Extracted data entries:
┄┄┄┄┄┄┄┄┄┄
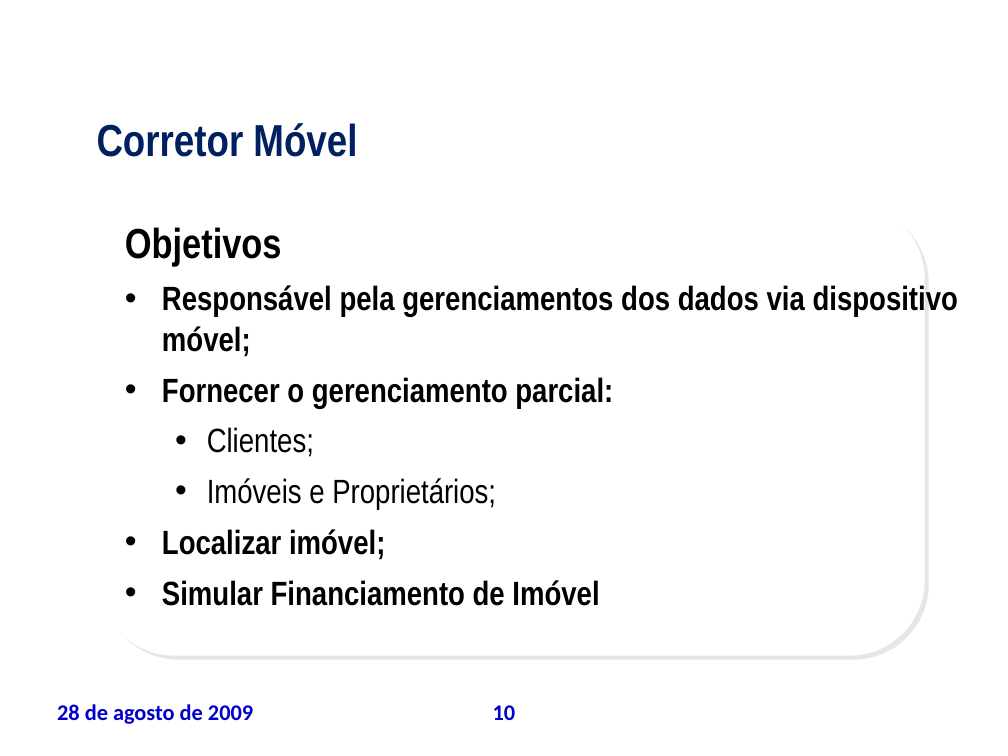
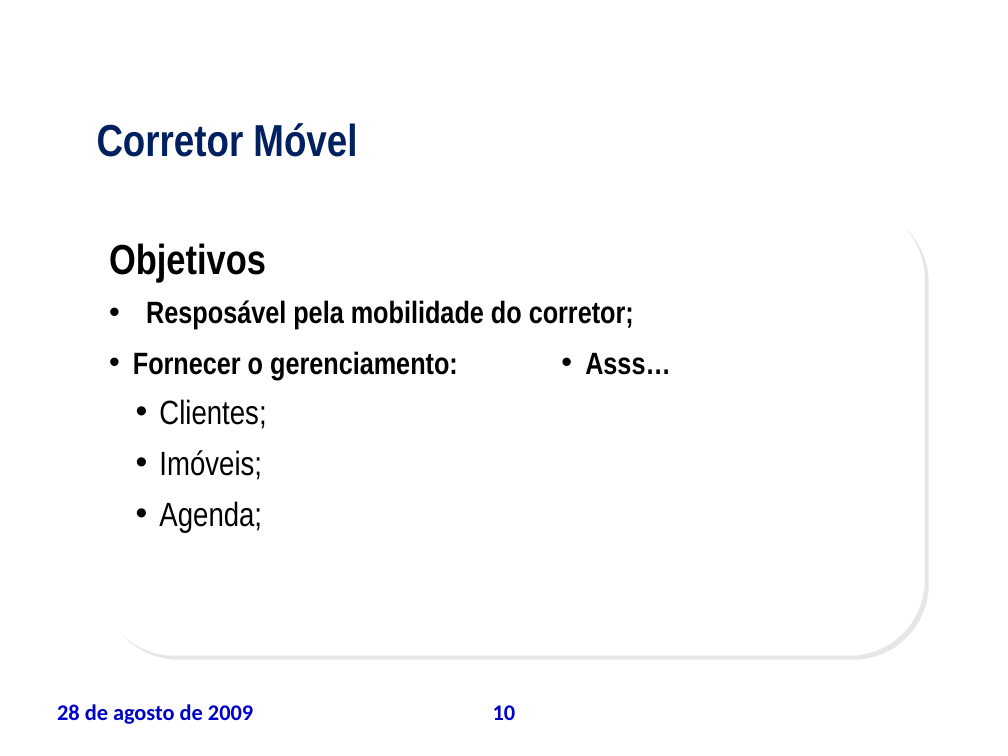
Before and after one commit to leoevaristo/psa20092, a slide deck: slide 10 of ARTEFATOS/TAP_apresentacao.ppt. Drawn at 1008x756 pixels with LibreOffice and Linux fonts; fonts in the diff are those of the drawing; background and template pictures are left out. Boxes give left, top, right and bottom in pixels: in the first picture for what was removed or moved away, otherwise in the second. Text is boxed around its words. In the diff, an @@ line names an element or a change of style, - is before the commit and + after.

```diff
--- a/ARTEFATOS/TAP_apresentacao.ppt
+++ b/ARTEFATOS/TAP_apresentacao.ppt
@@ text removed at (125,227,958,606) @@
-Objetivos
-• Responsável pela gerenciamentos dos dados via dispositivo móvel;
-• Fornecer o gerenciamento parcial:
-  • Clientes;
-  • Imóveis e Proprietários;
-• Localizar imóvel;
-• Simular Financiamento de Imóvel
@@ text added at (109,243,634,330), 22 pt, text #000000, bold @@
+Objetivos
+• Resposável pela mobilidade do corretor;
@@ text added at (133,351,458,532), 24 pt, text #000000 @@
+• Fornecer o gerenciamento:
+  • Clientes;
+  • Imóveis;
+  • Agenda;
@@ text added at (585,352,670,375), 22 pt, text #000000, bold @@
+• Asss…
```
Also in this commit, not shown: 2 other slides changed.
┄┄┄┄┄┄┄┄┄┄
▶ _ABOUT THIS EXERCISE_:
Set down every line above exactly, pictures excluded.

▶ _WRITTEN SOLUTION_:
Before and after one commit to leoevaristo/psa20092, a slide deck: slide 10 of ARTEFATOS/TAP_apresentacao.ppt. Drawn at 1008x756 pixels with LibreOffice and Linux fonts; fonts in the diff are those of the drawing; background and template pictures are left out. Boxes give left, top, right and bottom in pixels: in the first picture for what was removed or moved away, otherwise in the second. Text is boxed around its words. In the diff, an @@ line names an element or a change of style, - is before the commit and + after.

```diff
--- a/ARTEFATOS/TAP_apresentacao.ppt
+++ b/ARTEFATOS/TAP_apresentacao.ppt
@@ text removed at (125,227,958,606) @@
-Objetivos
-• Responsável pela gerenciamentos dos dados via dispositivo móvel;
-• Fornecer o gerenciamento parcial:
-  • Clientes;
-  • Imóveis e Proprietários;
-• Localizar imóvel;
-• Simular Financiamento de Imóvel
@@ text added at (109,243,634,330), 22 pt, text #000000, bold @@
+Objetivos
+• Resposável pela mobilidade do corretor;
@@ text added at (133,351,458,532), 24 pt, text #000000 @@
+• Fornecer o gerenciamento:
+  • Clientes;
+  • Imóveis;
+  • Agenda;
@@ text added at (585,352,670,375), 22 pt, text #000000, bold @@
+• Asss…
```
Also in this commit, not shown: 2 other slides changed.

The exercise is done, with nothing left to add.